The name Big Ben actually refers to the bell that strikes the hours, rather than the clock tower, which was renamed the Elizabeth Tower in 2012 to celebrate the late Queen's diamond jubilee. It's not the first clock tower at Westminster: a 14th century tower housed the first public chiming clock in England, but fell into disrepair and was replaced, rather bizarrely, by a sundial in 1707, leaving nearby St. Paul's cathedral to chime the hours.

The old Palace of Westminster - the seat of government for 800 years - was destroyed by fire in 1834. The new Palace, designed in the Gothic style of neighbouring Westminster Abbey, included a magnificent clock tower. The clock was constructed to the designs of amateur horologist Edmund Beckett Denison. Denison's wonderfully named ‘Double Three-Legged Gravity Escapement’ ensured the clock’s accuracy despite external factors like wind pressure on the hands, although the original cast-iron hands were too heavy and had to be replaced with copper ones. It began keeping time on the 31st May, 1859.

The first time the chimes of Big Ben were heard outside of Westminster was on the 31st of December 1923, when the BBC broadcast them to the nation to ring in the New Year. The midnight chimes of Big Ben are now a traditional part of New Year's Eve celebrations in London and on screens across the UK. 

This month we are also making our smart Grenadier Guard block, using gold embroidery thread to embellish his uniform, which is included in your parcels along with navy thread for Big Ben's clock face.

This month's technique...

This month we are adding a touch of applique and simple embroidery to our Big Ben block to create its iconic clock face.
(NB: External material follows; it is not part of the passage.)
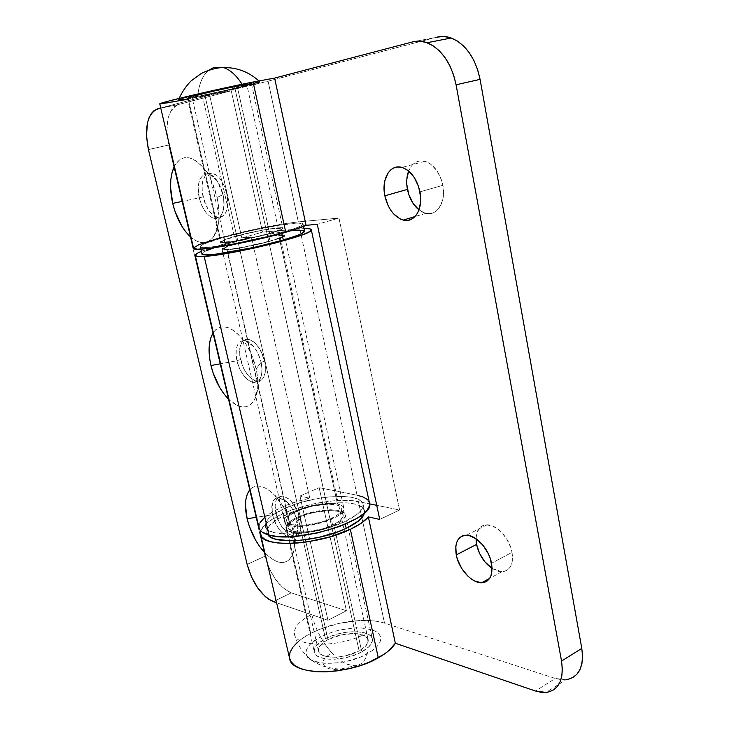 <?xml version="1.0" encoding="UTF-8"?>
<svg xmlns="http://www.w3.org/2000/svg" width="729" height="729" viewBox="0 0 729 729"><rect width="100%" height="100%" fill="white"/><g stroke="black" fill="none" stroke-linecap="round" stroke-linejoin="round"><path stroke-width="0.55" stroke-dasharray="3.65 2.73" d="M197.65 96.684C183.271 99.554 176.928 100.547 178.632 99.654C181.594 98.178 218.727 89.539 242.438 84.846L242.083 84.272L242.438 84.846L189.148 96.711L178.623 99.654L186.123 98.898L235.276 88.528L260.618 81.885L242.438 84.846L259.852 81.794C267.762 81.074 225.689 91.098 197.65 96.684C198.78 84.528 202.389 75.761 208.476 70.385C202.389 75.761 198.78 84.528 197.65 96.684M359.124 650.897L234.629 86.915C217.224 90.36 190.442 96.675 191.946 96.957L204.785 94.797L327.986 639.625C321.225 643.315 318.044 647.07 318.464 650.869C319.056 659.107 344.562 659.271 359.124 650.897L345.455 655.863L335.595 657.194L331.039 657.166L323.576 655.717L320.97 654.378L319.229 652.683L318.436 650.715L319.703 646.268L324.487 641.72L327.986 639.625L341.218 634.886L355.151 633.565L359.151 633.993L365.275 636.098L368.145 639.615L368.181 641.757L365.375 646.395L359.124 650.897C365.612 647.215 368.637 643.561 368.209 639.934C367.407 631.596 342.466 631.56 327.986 639.625L204.785 94.797C221.971 91.371 248.07 85.238 246.885 84.874L234.629 86.915L359.124 650.897M366.751 633.1C369.731 648.436 367.817 658.67 360.992 663.791C350.13 670.042 331.431 671.646 325.471 666.935C320.906 662.761 323.047 658.077 331.905 652.892C322.063 641.839 315.347 628.99 311.757 614.374C299.546 620.771 293.769 627.277 294.425 633.875C295.199 647.853 340.789 647.808 366.751 633.1M320.514 636.918C328.506 650.942 337.536 660.1 347.596 664.401L354.895 665.723C361.092 665.331 365.202 661.367 367.243 653.831C347.013 665.522 311.329 666.543 306.827 655.972C304.212 649.721 308.777 643.37 320.514 636.918L311.064 643.379L308.039 646.814L306.317 650.232L306.007 653.485L307.128 656.464L309.67 659.034L313.552 661.094L324.751 663.317L339.003 662.734L346.567 661.376L360.983 656.829L372.519 650.514L376.611 647.015L379.362 643.479L380.693 640.044L380.565 636.845L379.025 634.002L376.137 631.624L372.045 629.774L360.928 627.906L354.321 627.933L340.215 629.902L333.208 631.761L320.514 636.918M204.785 94.797L191.955 96.966L203.537 93.74L229.772 87.899L246.894 84.892L230.1 89.312L204.785 94.797M492.093 568.474L501.907 571.746C510.236 570.734 513.617 564.255 512.04 552.318L491.528 563.262L512.04 552.318L512.341 560.975L511.421 564.629L509.826 567.627L507.63 569.859L504.924 571.254L501.816 571.755L498.436 571.354L492.093 568.474M418.993 209.916L425.827 213.324C437.108 216.458 446.321 201.933 442.877 185.303L419.977 191.845L442.877 185.303L443.414 195.691L442.594 200.475L438.967 208.275L436.316 211L433.245 212.804L429.873 213.615L426.328 213.424L422.756 212.248L418.993 209.916M202.389 95.435C222.427 91.435 252.817 84.291 251.459 83.862L237.217 86.232L269.684 233.617C278.287 231.12 282.697 229.362 282.925 228.323C283.627 225.908 253.564 231.066 234.364 236.57L202.389 95.435L237.244 87.772L250.922 83.826L218.937 90.077L187.38 97.968L202.389 95.435L234.364 236.57C225.379 239.13 220.723 240.962 220.395 242.074C219.292 244.534 250.247 239.276 269.684 233.617L237.217 86.232C216.887 90.25 185.576 97.631 187.362 97.959L202.389 95.435M159.897 104.001L159.797 103.955C161.118 104.302 170.632 102.698 188.346 99.144L220.103 237.763C203.118 242.566 194.269 246.028 193.559 248.161L193.595 247.924M297.888 516.925C315.457 508.642 344.835 507.174 345.309 514.829C345.61 518.137 341.828 521.682 333.973 525.454L361.812 651.872C369.357 647.58 372.874 643.324 372.373 639.105C371.416 629.364 342.375 629.337 325.48 638.713L297.888 516.925L325.48 638.713C317.562 643.033 313.853 647.416 314.327 651.872C315.001 661.467 344.817 661.677 361.812 651.872L333.973 525.454C316.258 534.084 286.078 535.451 285.914 527.887C285.659 524.388 289.65 520.734 297.888 516.925L293.632 519.057L287.691 523.531L286.233 525.7L285.886 527.705L286.679 529.482L291.6 532.042L295.555 532.717L305.706 532.708L323.366 529.372L333.973 525.454L341.619 520.916L343.96 518.638L345.172 516.469L345.245 514.51L344.179 512.806L338.903 510.455L330.219 509.735L313.752 511.785L297.888 516.925M297.304 642.395L303.2 637.829L310.736 633.383L319.411 629.409L338.903 623.404L359.033 620.57L368.491 620.497L377.084 621.345L384.52 623.095L555.316 678.453L535.46 691.019L555.316 678.453L384.52 623.095L358.404 501.561L369.585 503.857L350.977 500.559L332.761 500.878L312.258 504.14L292.238 509.881L283.262 513.462C305.916 503.229 340.489 497.67 358.404 501.561L384.52 623.095C366.505 616.998 332.542 621.837 310.736 633.383L283.262 513.462L268.955 521.445L264.18 525.573L260.763 530.903C262.987 525.035 270.486 519.221 283.262 513.462L310.736 633.383C295.746 641.402 288.693 649.657 289.559 658.141L289.422 657.184M219.447 237.946L251.04 230.1L282.169 224.076L298.325 221.908L338.985 218.08L298.325 221.908L268.09 81.174L298.325 221.908C280.711 223.502 244.771 230.811 220.103 237.763L188.346 99.144C214.053 93.977 250.667 85.74 268.09 81.174L436.835 37.188L412.787 41.863L436.835 37.188L268.09 81.174L231.348 89.931L187.663 99.281M361.812 651.872L351.56 656.155L339.978 658.734L334.283 659.244L328.952 659.207L320.25 657.503L317.206 655.927L315.201 653.94L314.29 651.635L314.5 649.111L315.803 646.45L318.136 643.771L325.48 638.713L330.201 636.526L340.88 633.219L346.457 632.207L357.082 631.669L365.739 633.146L368.91 634.604L371.125 636.472L372.291 638.695L372.346 641.192L369.111 646.596L361.812 651.872M338.985 218.08L399.592 510.018L376.738 505.325L399.592 510.018L338.985 218.08L317.27 224.322L338.985 218.08M565.941 679.756L555.316 678.453L561.622 679.783L565.941 679.756L546.021 692.459M567.463 679.528L572.62 677.688M476.001 538.685L476.994 532.334L480.548 526.976L483.154 525.454L486.197 524.798L493.114 526.201L500.258 531.031L506.491 538.567L510.829 547.643L512.04 552.318C509.717 538.494 496.85 524.479 487.072 524.78C480.056 525.181 476.365 529.819 476.001 538.685M408.623 171.06L410.892 166.759L413.434 163.907L416.432 161.938L419.776 160.936L423.339 160.954L426.984 161.993L430.575 164.034L436.981 170.768L441.537 180.109L442.877 185.303C439.879 172.454 433.892 164.444 424.916 161.282C417.517 159.751 412.085 163.014 408.623 171.06M379.718 519.413L399.592 510.018L379.718 519.413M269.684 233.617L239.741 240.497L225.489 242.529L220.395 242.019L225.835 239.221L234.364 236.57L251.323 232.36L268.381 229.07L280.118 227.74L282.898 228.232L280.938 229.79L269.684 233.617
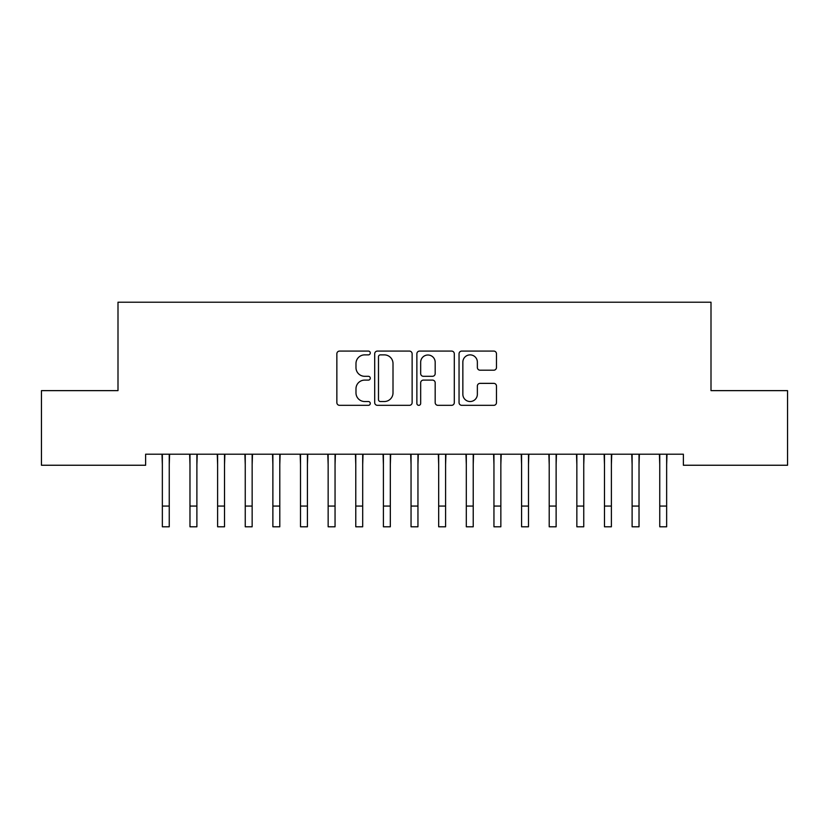 <?xml version="1.0" encoding="UTF-8"?>
<svg xmlns="http://www.w3.org/2000/svg" width="829" height="829" viewBox="0 0 829 829"><rect width="100%" height="100%" fill="white"/><g stroke="black" fill="none" stroke-linecap="round" stroke-linejoin="round"><path stroke-width="1.24" d="M370.283 352.978A1.896 1.896 0 0 0 368.387 351.081L339.569 351.081A2.715 2.715 0 0 0 336.854 353.796L336.854 402.614A2.715 2.715 0 0 0 339.569 405.329L368.387 405.329A1.896 1.896 0 0 0 370.283 403.433A1.896 1.896 0 0 0 368.387 401.526L364.656 401.526A8.684 8.684 0 0 1 355.983 392.853L355.983 388.78A8.684 8.684 0 0 1 364.656 380.107L368.387 380.107A1.896 1.896 0 0 0 370.283 378.2A1.896 1.896 0 0 0 368.387 376.304L364.656 376.304A8.684 8.684 0 0 1 355.983 367.63L355.983 363.558A8.684 8.684 0 0 1 364.656 354.874L368.387 354.874A1.896 1.896 0 0 0 370.283 352.978M493.773 370.2A2.715 2.715 0 0 0 496.478 367.485L496.478 353.796A2.715 2.715 0 0 0 493.773 351.081L461.763 351.081A2.715 2.715 0 0 0 459.048 353.796L459.048 402.614A2.715 2.715 0 0 0 461.763 405.329L493.773 405.329A2.715 2.715 0 0 0 496.478 402.614L496.478 386.065A2.715 2.715 0 0 0 493.773 383.361L480.074 383.361A2.715 2.715 0 0 0 477.359 386.065L477.359 394.272A7.254 7.254 0 0 1 470.105 401.526A7.254 7.254 0 0 1 462.851 394.272L462.851 362.128A7.254 7.254 0 0 1 470.105 354.874A7.254 7.254 0 0 1 477.359 362.128L477.359 367.485A2.715 2.715 0 0 0 480.074 370.2L493.773 370.2M683.376 454.199L145.624 454.199L145.624 465.245L41.45 465.245L41.45 390.635L117.998 390.635L117.998 302.212L711.002 302.212L711.002 390.635L787.55 390.635L787.55 465.245L683.376 465.245L683.376 454.199M412.127 353.796A2.715 2.715 0 0 0 409.412 351.081L377.413 351.081A2.715 2.715 0 0 0 374.698 353.796L374.698 402.614A2.715 2.715 0 0 0 377.413 405.329L409.412 405.329A2.715 2.715 0 0 0 412.127 402.614L412.127 353.796M419.588 351.081L451.587 351.081A2.715 2.715 0 0 1 454.302 353.796L454.302 402.614A2.715 2.715 0 0 1 451.587 405.329L437.899 405.329A2.715 2.715 0 0 1 435.184 402.614L435.184 382.811A2.715 2.715 0 0 0 432.469 380.107L423.381 380.107A2.715 2.715 0 0 0 420.666 382.811L420.666 403.433A1.896 1.896 0 0 1 418.769 405.329A1.896 1.896 0 0 1 416.873 403.433L416.873 353.796A2.715 2.715 0 0 1 419.588 351.081M380.387 354.874A1.896 1.896 0 0 0 378.49 356.771L378.49 399.63A1.896 1.896 0 0 0 380.387 401.526L384.324 401.526A8.684 8.684 0 0 0 393.008 392.853L393.008 363.558A8.684 8.684 0 0 0 384.324 354.874L380.387 354.874M435.184 362.273A7.254 7.254 0 0 0 427.93 355.009A7.254 7.254 0 0 0 420.666 362.273L420.666 373.589A2.715 2.715 0 0 0 423.381 376.304L432.469 376.304A2.715 2.715 0 0 0 435.184 373.589L435.184 362.273M169.251 464.613L169.603 454.199M162.349 464.613L161.997 454.199M162.349 506.063L169.251 506.063L169.251 526.788L162.349 526.788L162.349 455.059M169.251 506.063L169.251 455.059M196.887 464.613L197.24 454.199M189.976 464.613L189.634 454.199M224.524 464.613L224.866 454.199M217.612 464.613L217.26 454.199M189.976 506.063L196.887 506.063L196.887 526.788L189.976 526.788L189.976 455.059M196.887 506.063L196.887 455.059M217.612 506.063L224.524 506.063L224.524 526.788L217.612 526.788L217.612 455.059M224.524 506.063L224.524 455.059M252.151 464.613L252.503 454.199M245.249 464.613L244.897 454.199M279.787 464.613L280.14 454.199M272.876 464.613L272.534 454.199M245.249 506.063L252.151 506.063L252.151 526.788L245.249 526.788L245.249 455.059M252.151 506.063L252.151 455.059M272.876 506.063L279.787 506.063L279.787 526.788L272.876 526.788L272.876 455.059M279.787 506.063L279.787 455.059M307.424 464.613L307.766 454.199M300.512 464.613L300.16 454.199M300.512 506.063L307.424 506.063L307.424 526.788L300.512 526.788L300.512 455.059M307.424 506.063L307.424 455.059M335.051 464.613L335.403 454.199M328.149 464.613L327.797 454.199M328.149 506.063L335.051 506.063L335.051 526.788L328.149 526.788L328.149 455.059M335.051 506.063L335.051 455.059M362.687 464.613L363.04 454.199M355.776 464.613L355.434 454.199M390.324 464.613L390.666 454.199M383.412 464.613L383.06 454.199M417.951 464.613L418.303 454.199M411.049 464.613L410.697 454.199M445.587 464.613L445.94 454.199M438.676 464.613L438.334 454.199M473.224 464.613L473.566 454.199M466.312 464.613L465.96 454.199M500.851 464.613L501.203 454.199M493.949 464.613L493.597 454.199M528.487 464.613L528.84 454.199M521.576 464.613L521.234 454.199M556.124 464.613L556.466 454.199M549.212 464.613L548.86 454.199M583.751 464.613L584.103 454.199M576.849 464.613L576.497 454.199M355.776 506.063L362.687 506.063L362.687 526.788L355.776 526.788L355.776 455.059M362.687 506.063L362.687 455.059M383.412 506.063L390.324 506.063L390.324 526.788L383.412 526.788L383.412 455.059M390.324 506.063L390.324 455.059M411.049 506.063L417.951 506.063L417.951 526.788L411.049 526.788L411.049 455.059M417.951 506.063L417.951 455.059M438.676 506.063L445.587 506.063L445.587 526.788L438.676 526.788L438.676 455.059M445.587 506.063L445.587 455.059M466.312 506.063L473.224 506.063L473.224 526.788L466.312 526.788L466.312 455.059M473.224 506.063L473.224 455.059M493.949 506.063L500.851 506.063L500.851 526.788L493.949 526.788L493.949 455.059M500.851 506.063L500.851 455.059M521.576 506.063L528.487 506.063L528.487 526.788L521.576 526.788L521.576 455.059M528.487 506.063L528.487 455.059M549.212 506.063L556.124 506.063L556.124 526.788L549.212 526.788L549.212 455.059M556.124 506.063L556.124 455.059M576.849 506.063L583.751 506.063L583.751 526.788L576.849 526.788L576.849 455.059M583.751 506.063L583.751 455.059M611.387 464.613L611.74 454.199M604.476 464.613L604.134 454.199M604.476 506.063L611.387 506.063L611.387 526.788L604.476 526.788L604.476 455.059M611.387 506.063L611.387 455.059M639.024 464.613L639.366 454.199M632.112 464.613L631.76 454.199M632.112 506.063L639.024 506.063L639.024 526.788L632.112 526.788L632.112 455.059M639.024 506.063L639.024 455.059M666.651 464.613L667.003 454.199M659.749 464.613L659.397 454.199M659.749 506.063L666.651 506.063L666.651 526.788L659.749 526.788L659.749 455.059M666.651 506.063L666.651 455.059"/></g></svg>

using a glass to trace an applique circle

Tracing a circle can be quite challenging (and who can ever find a compass when they need one) so this month's tip is to raid your drinks cabinet for a suitably sized glass, using the template as a size guide: so much easier to draw around.

I've chosen to use needle-turn applique, but if you prefer fusible raw-edge applique then that would look marvellous too.

I've a bit of housekeeping to do this month. Firstly, North American friends, I gave you all - not least, Andrea - a fright by including the Union Jack background fabric in my parcels last month. Andrea is not able to send out that fabric until next month. Apologies for the confusion! 

And while we're on the subject of Union Jacks, I'd like to draw your attention to a typo in the pattern: in step 3 (page 54) you are asked to cut 2” x WOF strips then subcut 1½” x 7½” pieces when, of course, they should be 2” x 7½” pieces. Thanks for spotting the error Lindsey (and sorry for the unpicking!!)

Lastly, for those of you who are new to placement templates, please do look at this blog post, which will be helpful when making Big Ben's roof (which is, essentially, a triangle-in-a-square block). And this blog post, which covers the basic principles of using placement templates and some extra trimming tips.